### Exercise aim
Stop after the line containing "Game: Godot game, scene": print each line exactly from the first line of the listing up to that point.

### Input data
--------------------------------------------------

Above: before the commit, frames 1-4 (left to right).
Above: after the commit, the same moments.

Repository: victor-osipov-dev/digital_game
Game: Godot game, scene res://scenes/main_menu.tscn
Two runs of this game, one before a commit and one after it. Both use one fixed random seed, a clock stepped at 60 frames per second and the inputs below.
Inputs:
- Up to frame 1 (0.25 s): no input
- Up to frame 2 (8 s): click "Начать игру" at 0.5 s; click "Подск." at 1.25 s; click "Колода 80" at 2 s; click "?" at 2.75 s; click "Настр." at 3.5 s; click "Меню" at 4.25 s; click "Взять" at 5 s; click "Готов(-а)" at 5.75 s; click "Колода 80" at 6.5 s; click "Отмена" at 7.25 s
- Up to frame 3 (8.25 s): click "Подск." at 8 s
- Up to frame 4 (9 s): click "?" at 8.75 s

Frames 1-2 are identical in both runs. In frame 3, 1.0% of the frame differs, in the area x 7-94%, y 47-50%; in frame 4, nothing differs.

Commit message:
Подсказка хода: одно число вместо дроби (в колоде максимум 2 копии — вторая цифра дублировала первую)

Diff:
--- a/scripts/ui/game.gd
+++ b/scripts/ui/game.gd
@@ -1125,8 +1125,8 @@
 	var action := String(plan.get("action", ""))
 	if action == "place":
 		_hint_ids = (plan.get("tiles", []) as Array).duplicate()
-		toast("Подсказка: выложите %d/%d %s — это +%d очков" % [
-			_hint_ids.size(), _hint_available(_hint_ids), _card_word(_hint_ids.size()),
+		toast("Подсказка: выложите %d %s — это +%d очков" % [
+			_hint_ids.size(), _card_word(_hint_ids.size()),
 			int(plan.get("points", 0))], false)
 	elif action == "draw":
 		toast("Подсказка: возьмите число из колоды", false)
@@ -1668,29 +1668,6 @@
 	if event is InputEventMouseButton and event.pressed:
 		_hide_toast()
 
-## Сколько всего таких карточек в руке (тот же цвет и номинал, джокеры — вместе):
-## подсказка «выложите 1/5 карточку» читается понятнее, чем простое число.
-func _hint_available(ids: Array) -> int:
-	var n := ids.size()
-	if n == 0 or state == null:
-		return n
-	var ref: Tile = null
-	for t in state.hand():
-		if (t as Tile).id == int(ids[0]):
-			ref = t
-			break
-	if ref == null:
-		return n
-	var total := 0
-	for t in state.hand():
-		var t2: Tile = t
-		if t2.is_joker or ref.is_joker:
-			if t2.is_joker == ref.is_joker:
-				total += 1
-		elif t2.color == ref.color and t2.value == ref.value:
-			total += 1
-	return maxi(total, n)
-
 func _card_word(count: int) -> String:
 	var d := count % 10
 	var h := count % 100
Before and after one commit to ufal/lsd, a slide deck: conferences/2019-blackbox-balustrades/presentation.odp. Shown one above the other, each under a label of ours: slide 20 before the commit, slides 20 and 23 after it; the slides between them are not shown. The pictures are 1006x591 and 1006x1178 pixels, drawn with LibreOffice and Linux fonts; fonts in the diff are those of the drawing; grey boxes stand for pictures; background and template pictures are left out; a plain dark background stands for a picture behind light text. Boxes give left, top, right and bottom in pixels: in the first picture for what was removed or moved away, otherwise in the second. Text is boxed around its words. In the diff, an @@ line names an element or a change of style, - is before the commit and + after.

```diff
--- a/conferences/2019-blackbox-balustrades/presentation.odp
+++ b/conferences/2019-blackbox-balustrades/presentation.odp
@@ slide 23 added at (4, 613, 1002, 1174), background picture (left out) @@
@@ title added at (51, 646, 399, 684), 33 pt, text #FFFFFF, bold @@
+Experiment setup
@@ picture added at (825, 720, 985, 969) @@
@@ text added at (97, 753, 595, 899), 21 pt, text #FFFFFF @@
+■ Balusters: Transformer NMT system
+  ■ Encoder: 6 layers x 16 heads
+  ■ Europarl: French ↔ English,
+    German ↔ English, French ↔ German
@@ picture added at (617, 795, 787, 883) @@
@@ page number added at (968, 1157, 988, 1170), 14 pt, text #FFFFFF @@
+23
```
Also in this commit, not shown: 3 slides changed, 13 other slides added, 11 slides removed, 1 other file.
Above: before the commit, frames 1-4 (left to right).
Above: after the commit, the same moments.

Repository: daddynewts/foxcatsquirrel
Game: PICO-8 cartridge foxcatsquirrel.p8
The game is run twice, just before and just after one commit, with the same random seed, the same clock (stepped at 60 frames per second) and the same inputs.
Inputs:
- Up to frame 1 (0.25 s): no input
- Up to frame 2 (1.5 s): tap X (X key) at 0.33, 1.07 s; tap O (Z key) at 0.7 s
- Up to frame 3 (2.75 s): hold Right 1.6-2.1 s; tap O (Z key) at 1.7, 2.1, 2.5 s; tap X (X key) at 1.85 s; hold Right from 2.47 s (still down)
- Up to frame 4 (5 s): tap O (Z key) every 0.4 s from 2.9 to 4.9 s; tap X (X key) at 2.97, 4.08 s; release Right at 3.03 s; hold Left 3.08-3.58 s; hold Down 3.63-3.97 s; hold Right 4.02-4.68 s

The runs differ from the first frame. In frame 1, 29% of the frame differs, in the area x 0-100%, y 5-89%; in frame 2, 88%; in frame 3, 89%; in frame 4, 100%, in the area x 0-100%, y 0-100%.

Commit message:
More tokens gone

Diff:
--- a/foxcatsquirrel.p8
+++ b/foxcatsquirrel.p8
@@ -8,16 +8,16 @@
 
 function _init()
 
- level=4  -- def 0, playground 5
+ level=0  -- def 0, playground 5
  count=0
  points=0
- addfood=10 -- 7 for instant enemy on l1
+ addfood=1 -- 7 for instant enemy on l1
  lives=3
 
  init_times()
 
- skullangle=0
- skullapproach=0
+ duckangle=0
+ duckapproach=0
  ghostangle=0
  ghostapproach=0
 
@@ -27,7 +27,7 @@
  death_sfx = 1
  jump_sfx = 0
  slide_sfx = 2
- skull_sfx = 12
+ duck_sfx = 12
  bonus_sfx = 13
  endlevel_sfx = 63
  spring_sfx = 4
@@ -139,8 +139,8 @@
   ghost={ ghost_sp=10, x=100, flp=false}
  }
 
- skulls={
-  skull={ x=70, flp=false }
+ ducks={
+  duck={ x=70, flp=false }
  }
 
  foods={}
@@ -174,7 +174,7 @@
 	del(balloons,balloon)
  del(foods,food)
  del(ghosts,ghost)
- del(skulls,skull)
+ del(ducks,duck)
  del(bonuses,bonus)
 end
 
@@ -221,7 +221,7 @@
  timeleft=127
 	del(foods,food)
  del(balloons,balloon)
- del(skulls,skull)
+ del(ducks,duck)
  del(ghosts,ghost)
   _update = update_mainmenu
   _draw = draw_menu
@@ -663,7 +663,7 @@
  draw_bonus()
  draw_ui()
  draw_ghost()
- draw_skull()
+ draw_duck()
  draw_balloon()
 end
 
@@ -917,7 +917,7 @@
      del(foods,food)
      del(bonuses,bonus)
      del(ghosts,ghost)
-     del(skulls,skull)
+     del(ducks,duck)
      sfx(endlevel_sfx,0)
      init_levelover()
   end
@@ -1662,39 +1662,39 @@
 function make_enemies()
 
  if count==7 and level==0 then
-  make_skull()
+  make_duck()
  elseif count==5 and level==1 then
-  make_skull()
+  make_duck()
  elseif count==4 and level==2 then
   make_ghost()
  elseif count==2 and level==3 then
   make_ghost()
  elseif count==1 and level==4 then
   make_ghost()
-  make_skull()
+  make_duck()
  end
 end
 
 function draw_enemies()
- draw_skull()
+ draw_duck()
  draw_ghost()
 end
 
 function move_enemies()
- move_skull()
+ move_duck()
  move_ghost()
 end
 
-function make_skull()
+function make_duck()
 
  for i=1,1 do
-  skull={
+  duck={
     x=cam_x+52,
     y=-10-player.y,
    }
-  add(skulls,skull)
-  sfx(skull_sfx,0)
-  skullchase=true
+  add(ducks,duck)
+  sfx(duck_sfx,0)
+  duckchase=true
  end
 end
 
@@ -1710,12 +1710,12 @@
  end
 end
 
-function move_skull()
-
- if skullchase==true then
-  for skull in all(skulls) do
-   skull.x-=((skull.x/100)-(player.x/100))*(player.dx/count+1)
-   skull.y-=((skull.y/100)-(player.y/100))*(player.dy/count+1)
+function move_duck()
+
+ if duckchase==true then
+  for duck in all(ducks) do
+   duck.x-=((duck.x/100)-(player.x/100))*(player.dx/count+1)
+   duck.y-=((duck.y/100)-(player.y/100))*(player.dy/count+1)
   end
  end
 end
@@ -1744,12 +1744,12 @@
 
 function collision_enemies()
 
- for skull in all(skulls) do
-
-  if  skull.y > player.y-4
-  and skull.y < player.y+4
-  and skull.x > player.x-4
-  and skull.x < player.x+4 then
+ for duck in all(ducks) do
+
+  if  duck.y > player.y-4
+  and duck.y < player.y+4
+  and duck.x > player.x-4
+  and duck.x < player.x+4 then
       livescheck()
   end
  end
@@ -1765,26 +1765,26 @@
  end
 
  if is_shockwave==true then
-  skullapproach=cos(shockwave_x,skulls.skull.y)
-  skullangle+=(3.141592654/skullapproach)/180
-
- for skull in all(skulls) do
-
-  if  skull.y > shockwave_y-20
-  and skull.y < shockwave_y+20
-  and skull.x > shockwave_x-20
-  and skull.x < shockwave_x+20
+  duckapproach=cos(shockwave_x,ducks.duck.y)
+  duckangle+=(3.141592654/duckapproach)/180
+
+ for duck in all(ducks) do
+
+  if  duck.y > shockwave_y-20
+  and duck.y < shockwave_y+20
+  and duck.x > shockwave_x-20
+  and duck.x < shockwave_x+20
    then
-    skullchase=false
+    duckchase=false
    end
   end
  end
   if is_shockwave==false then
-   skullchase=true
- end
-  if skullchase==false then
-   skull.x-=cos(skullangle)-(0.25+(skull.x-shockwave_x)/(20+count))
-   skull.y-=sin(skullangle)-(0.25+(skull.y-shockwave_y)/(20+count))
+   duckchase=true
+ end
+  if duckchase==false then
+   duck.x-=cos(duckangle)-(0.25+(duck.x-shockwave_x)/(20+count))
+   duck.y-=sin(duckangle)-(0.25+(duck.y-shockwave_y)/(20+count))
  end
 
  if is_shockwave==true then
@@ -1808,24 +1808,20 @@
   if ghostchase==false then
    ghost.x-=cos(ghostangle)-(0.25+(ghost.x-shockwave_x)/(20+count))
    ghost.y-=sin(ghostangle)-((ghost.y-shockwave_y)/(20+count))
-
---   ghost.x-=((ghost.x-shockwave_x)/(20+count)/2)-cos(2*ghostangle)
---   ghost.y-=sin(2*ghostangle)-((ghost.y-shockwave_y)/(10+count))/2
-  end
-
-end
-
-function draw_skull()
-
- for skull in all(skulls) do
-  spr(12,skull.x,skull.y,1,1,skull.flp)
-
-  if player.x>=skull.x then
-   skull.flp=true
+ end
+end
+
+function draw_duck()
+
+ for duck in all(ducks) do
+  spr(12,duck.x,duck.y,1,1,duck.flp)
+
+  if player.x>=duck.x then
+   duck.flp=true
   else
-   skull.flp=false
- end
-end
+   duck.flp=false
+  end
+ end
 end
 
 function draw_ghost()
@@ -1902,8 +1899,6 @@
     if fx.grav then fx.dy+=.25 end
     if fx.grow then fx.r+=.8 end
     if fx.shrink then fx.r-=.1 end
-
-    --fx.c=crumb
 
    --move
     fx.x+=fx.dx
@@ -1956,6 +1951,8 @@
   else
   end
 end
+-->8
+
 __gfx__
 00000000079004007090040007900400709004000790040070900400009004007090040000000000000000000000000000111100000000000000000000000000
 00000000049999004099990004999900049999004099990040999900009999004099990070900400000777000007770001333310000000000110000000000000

--------------------------------------------------

### Response
Above: before the commit, frames 1-4 (left to right).
Above: after the commit, the same moments.

Repository: victor-osipov-dev/digital_game
Game: Godot game, scene res://scenes/main_menu.tscn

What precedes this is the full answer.